PROBLEM: Once you find the line with "max_speed = 500", copy it and every line after it through the end of the entries below, exactly as written.

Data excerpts
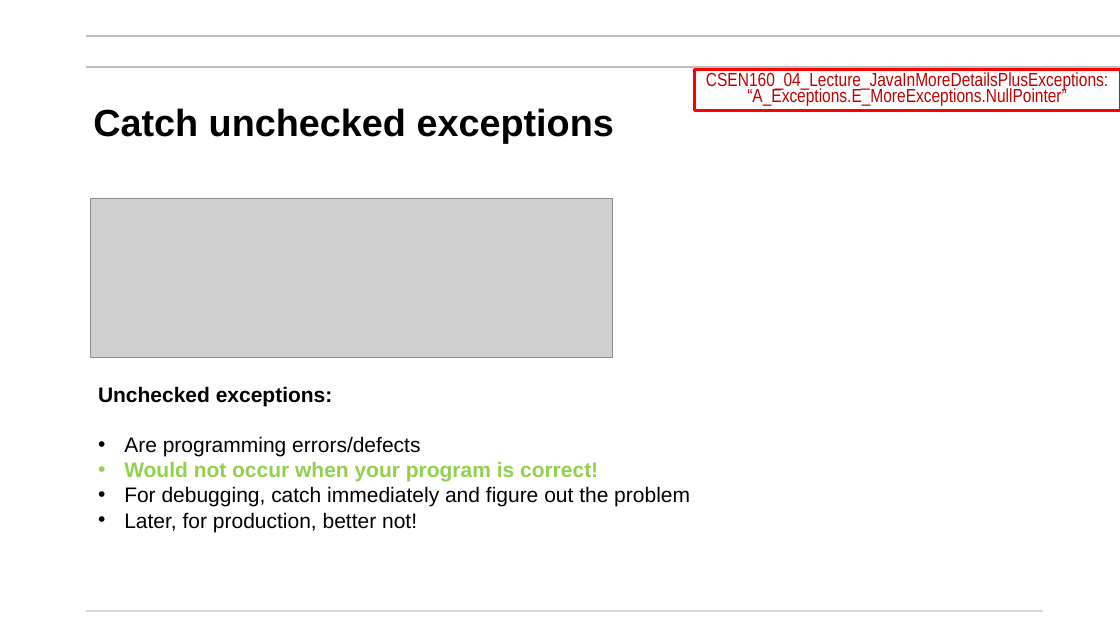
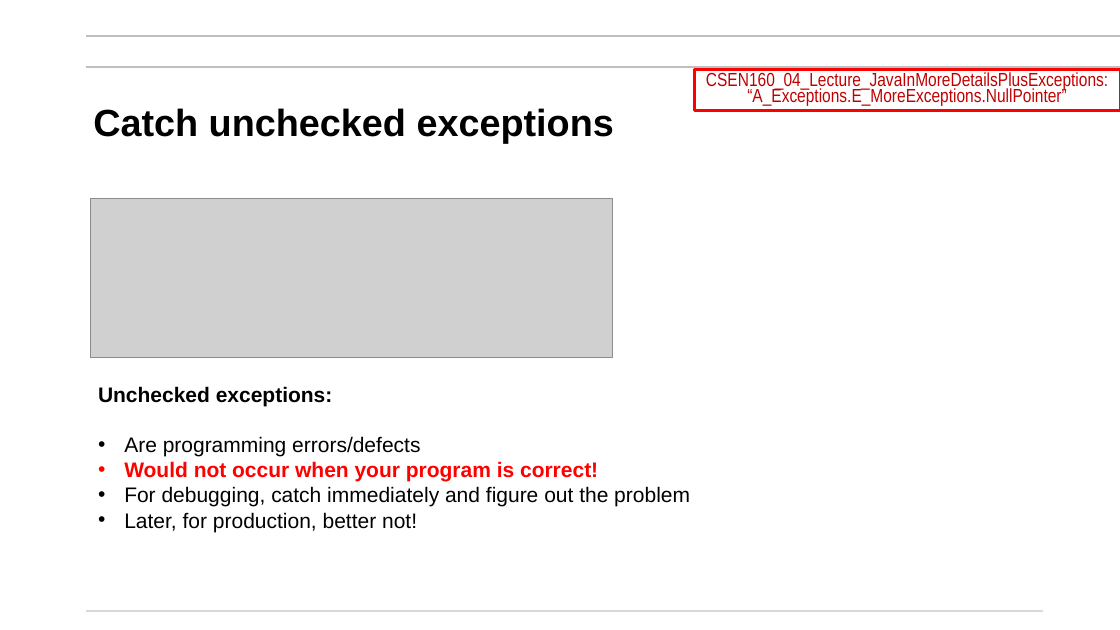
Before and after one commit to mikegrace2/CSEN160-Fall2026-Course-Website, a slide deck: slide 38 of lectures/Week04_Exceptions/1_Exceptions_V4.pptx. Drawn at 1120x630 pixels with LibreOffice and Linux fonts; fonts in the diff are those of the drawing; grey boxes stand for pictures; background and template pictures are left out. Boxes give left, top, right and bottom in pixels: in the first picture for what was removed or moved away, otherwise in the second. Text is boxed around its words. In the diff, an @@ line names an element or a change of style, - is before the commit and + after.

Commit message:
Update 1_Exceptions_V4.pptx
Added a bit more explanation

```diff
--- a/lectures/Week04_Exceptions/1_Exceptions_V4.pptx
+++ b/lectures/Week04_Exceptions/1_Exceptions_V4.pptx
@@ text at [124, 461, 598, 482]: text colour #92D050 to #FF0000 in "Would not occur when your program is ..." @@
```
Also in this commit, not shown: 1 other slide changed.
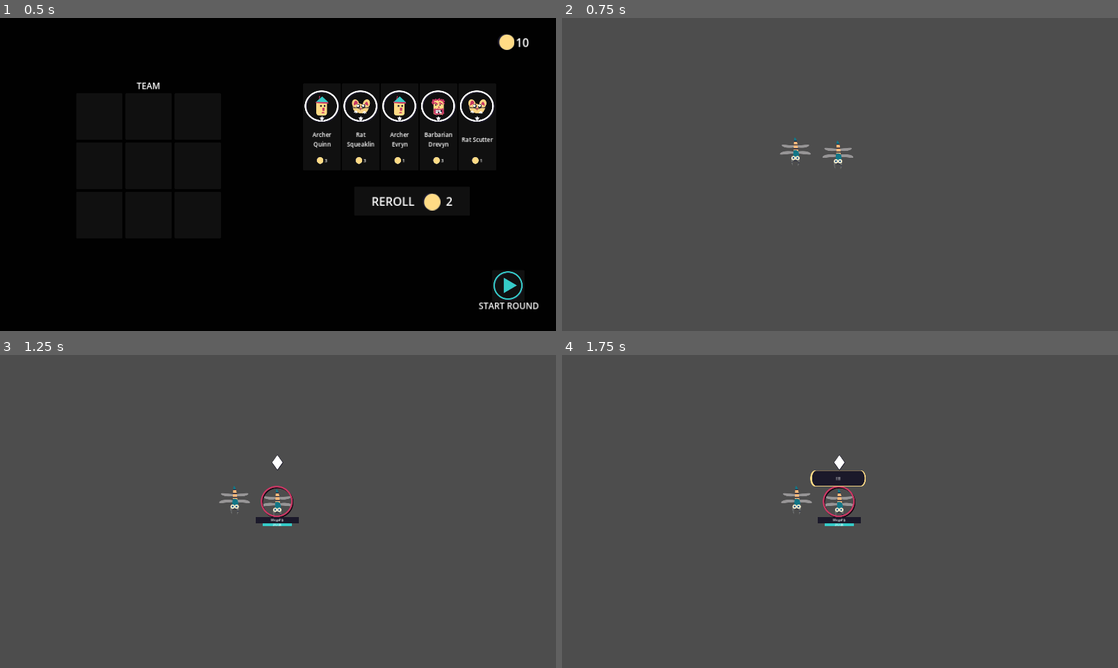
Above: before the commit, frames 1-4 (two rows, left to right).
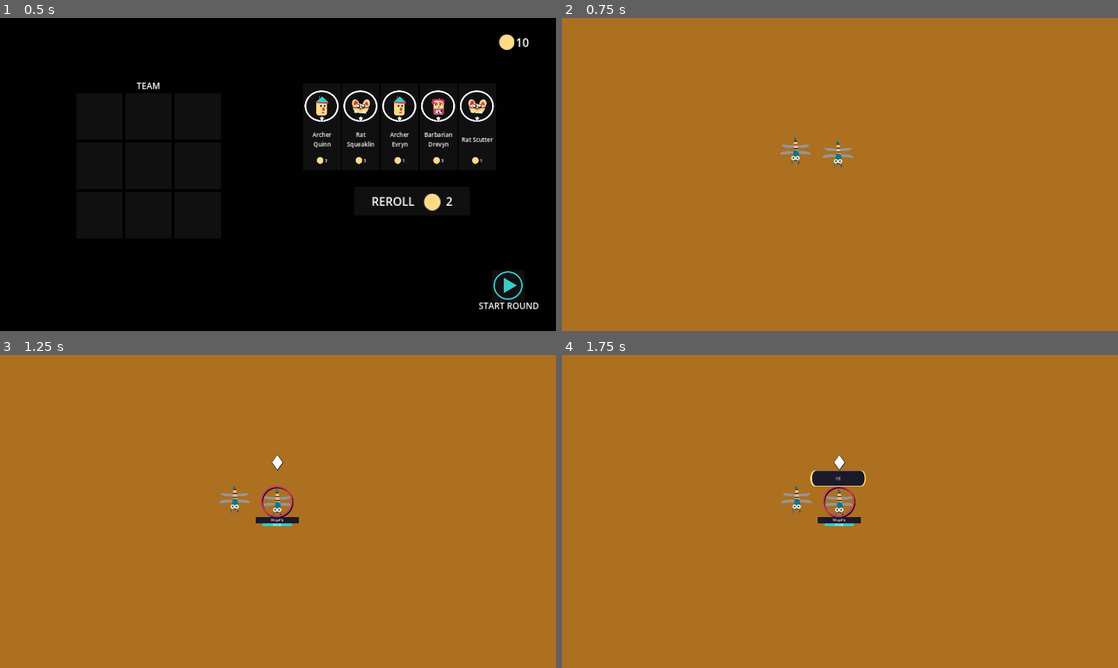
Above: after the commit, the same moments.

Repository: mathew-tran/mercmanager
Game: Godot game, scene res://Scenes/Main.tscn
Two runs of this game, one before a commit and one after it. Both use one fixed random seed, a clock stepped at 60 frames per second and the inputs below.
Inputs (mouse positions are in pixels of both pictures, inside the frame that each line leads up to):
- Up to frame 1 (0.5 s): no input
- Up to frame 2 (0.75 s): click "START ROUND" at 0.5 s
- Up to frame 3 (1.25 s): no input
- Up to frame 4 (1.75 s): tap Enter at 1.25 s; move the mouse to (962, 495) at 1.27 s; hold Right mouse button (right_click) from 1.28 s (still down)

Frame 1 is identical in both runs. In frame 2, 100% of the frame differs, in the area x 0-100%, y 0-100%; in frame 3, 99%; in frame 4, 99%.

Commit message:
update clear color for now

Diff:
--- a/project.godot
+++ b/project.godot
@@ -41,3 +41,7 @@
 [layer_names]
 
 2d_physics/layer_2="CharacterUnit"
+
+[rendering]
+
+environment/defaults/default_clear_color=Color(0.67451, 0.439216, 0.12549, 1)
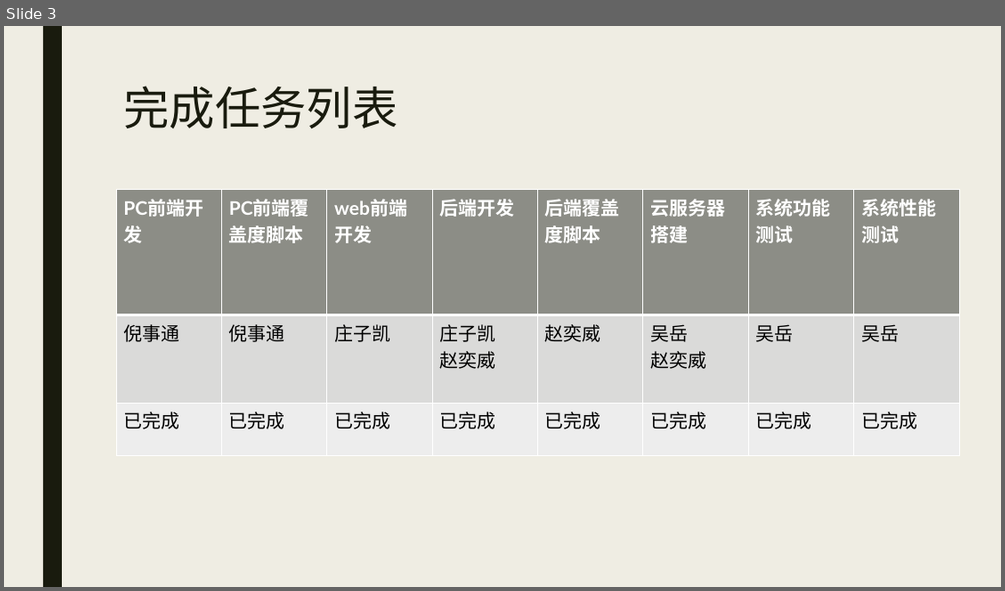
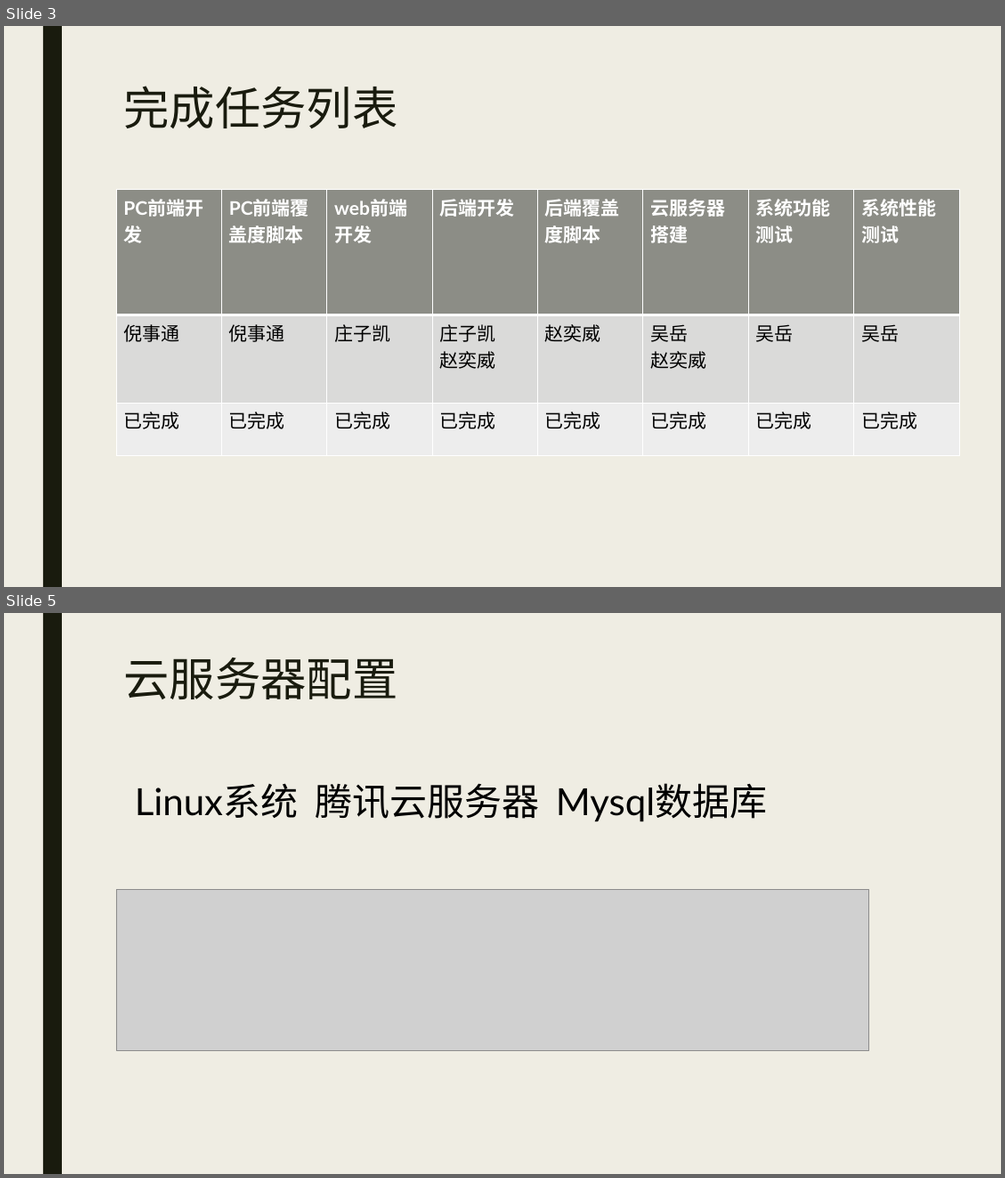
Before and after one commit to DestinyCoderWY/Timeline, a slide deck: 7.展示PPT/Timeline展示PPT.pptx. Shown one above the other, each under a label of ours: slide 3 before the commit, slides 3 and 5 after it; the slides between them are not shown. The pictures are 1005x591 and 1005x1178 pixels, drawn with LibreOffice and Linux fonts; fonts in the diff are those of the drawing; grey boxes stand for pictures. Boxes give left, top, right and bottom in pixels: in the first picture for what was removed or moved away, otherwise in the second. Text is boxed around its words. In the diff, an @@ line names an element or a change of style, - is before the commit and + after.

```diff
--- a/7.展示PPT/Timeline展示PPT.pptx
+++ b/7.展示PPT/Timeline展示PPT.pptx
@@ slide 5 added at <box>4,613,1001,1174</box>, background #EFEDE3; not listed: 1 template element that a slide beside it also shows @@
@@ title added at <box>123,657,397,699</box>, 44 pt, text #191B0E @@
+云服务器配置
@@ text added at <box>135,783,767,822</box>, 36 pt, text #000000 @@
+Linux系统 腾讯云服务器 Mysql数据库
@@ picture added at <box>116,890,868,1051</box> @@
```
Also in this commit, not shown: 3 slides changed, 15 other slides added, 19 slides removed, 1 other file.
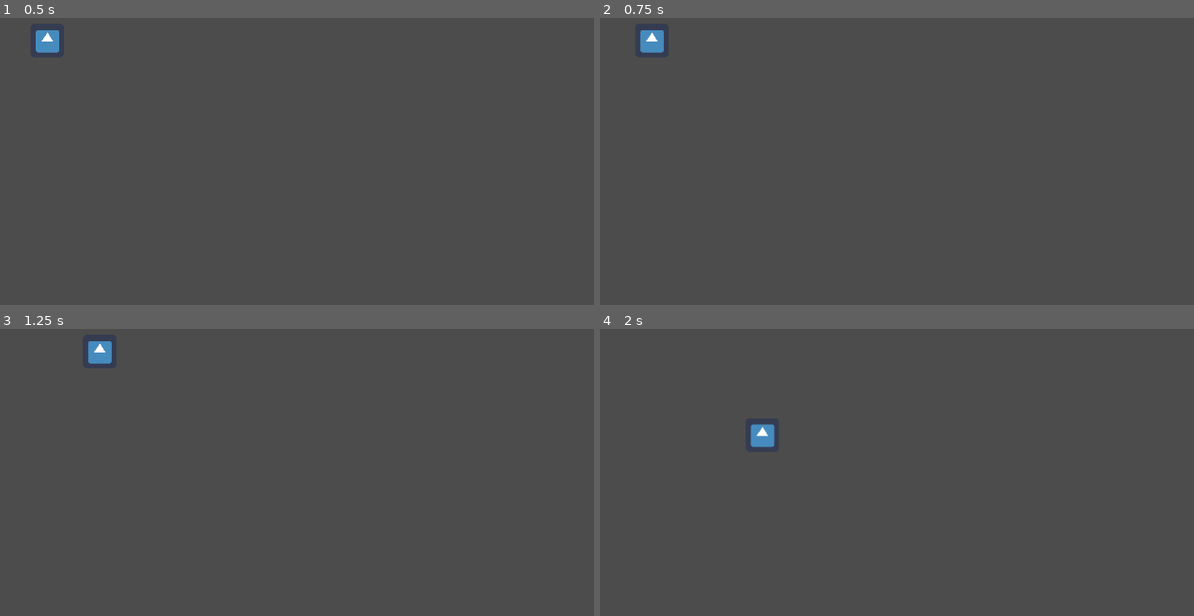
Above: before the commit, frames 1-4 (two rows, left to right).
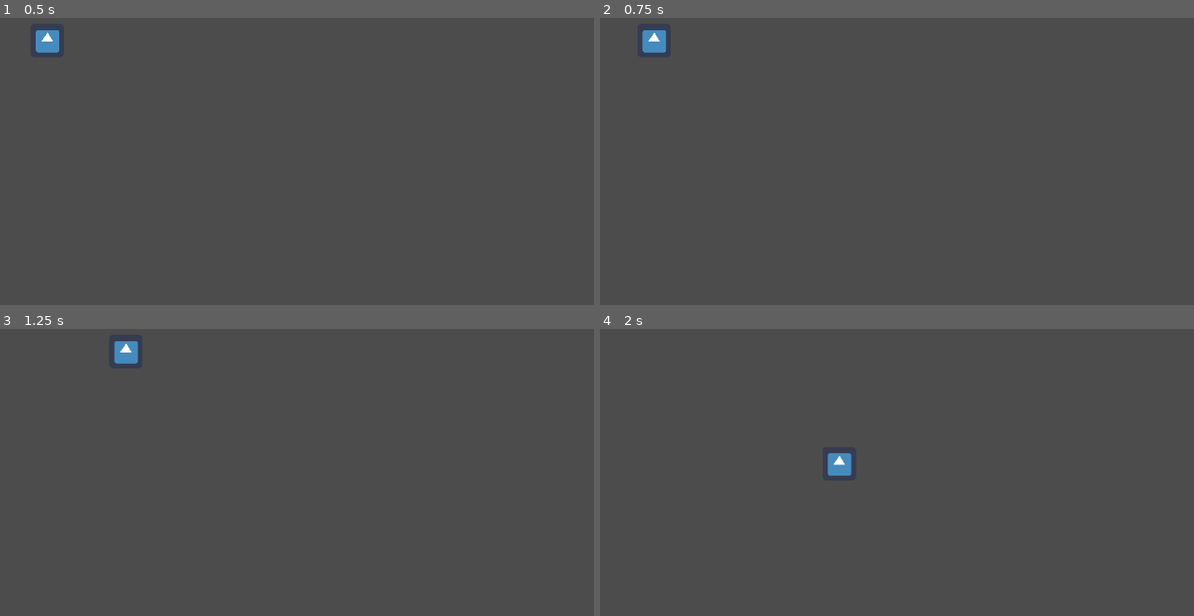
Above: after the commit, the same moments.

Repository: NathanielGet/CyberDragonYokaiCycle
Game: Godot game, scene res://Main.tscn
Two runs of this game, one before a commit and one after it. Both use one fixed random seed, a clock stepped at 60 frames per second and the inputs below. The engine's default icon, where the game draws it, is replaced by a stand-in: a white triangle on a blue panel in a dark square.
Inputs:
- Up to frame 1 (0.5 s): no input
- Up to frame 2 (0.75 s): tap Enter at 0.5 s; hold D (move_right) from 0.53 s (still down)
- Up to frame 3 (1.25 s): keep holding D (move_right)
- Up to frame 4 (2 s): release D (move_right) at 1.28 s; hold S (move_down) from 1.28 s (still down)

Frame 1 is identical in both runs. In frame 2, less than 0.1% of the frame differs, in the area x 6-12%, y 4-13%; in frame 3, 0.6%; in frame 4, 0.7%, in the area x 25-43%, y 33-52%.

Commit message:
Added in editor changes to max speed of character

Diff:
--- a/GMTK2021/PlayerCharacter.gd
+++ b/GMTK2021/PlayerCharacter.gd
@@ -3,8 +3,9 @@
 signal update_health(health)
 signal death
 
-export var acceleration = 1000
+export var acceleration = 1200
 export var friction = 600
+export var max_speed = 500
 
 var health = 3
 var screen_size
@@ -32,7 +33,7 @@
 		momentum += velocity
 
 	momentum -= momentum.normalized() * friction * delta
-	momentum = momentum.clamped(500)
+	momentum = momentum.clamped(max_speed)
 
 	position += momentum * delta

EXERCISE RESPONSE:
+export var max_speed = 500
 
 var health = 3
 var screen_size
@@ -32,7 +33,7 @@
 		momentum += velocity
 
 	momentum -= momentum.normalized() * friction * delta
-	momentum = momentum.clamped(500)
+	momentum = momentum.clamped(max_speed)
 
 	position += momentum * delta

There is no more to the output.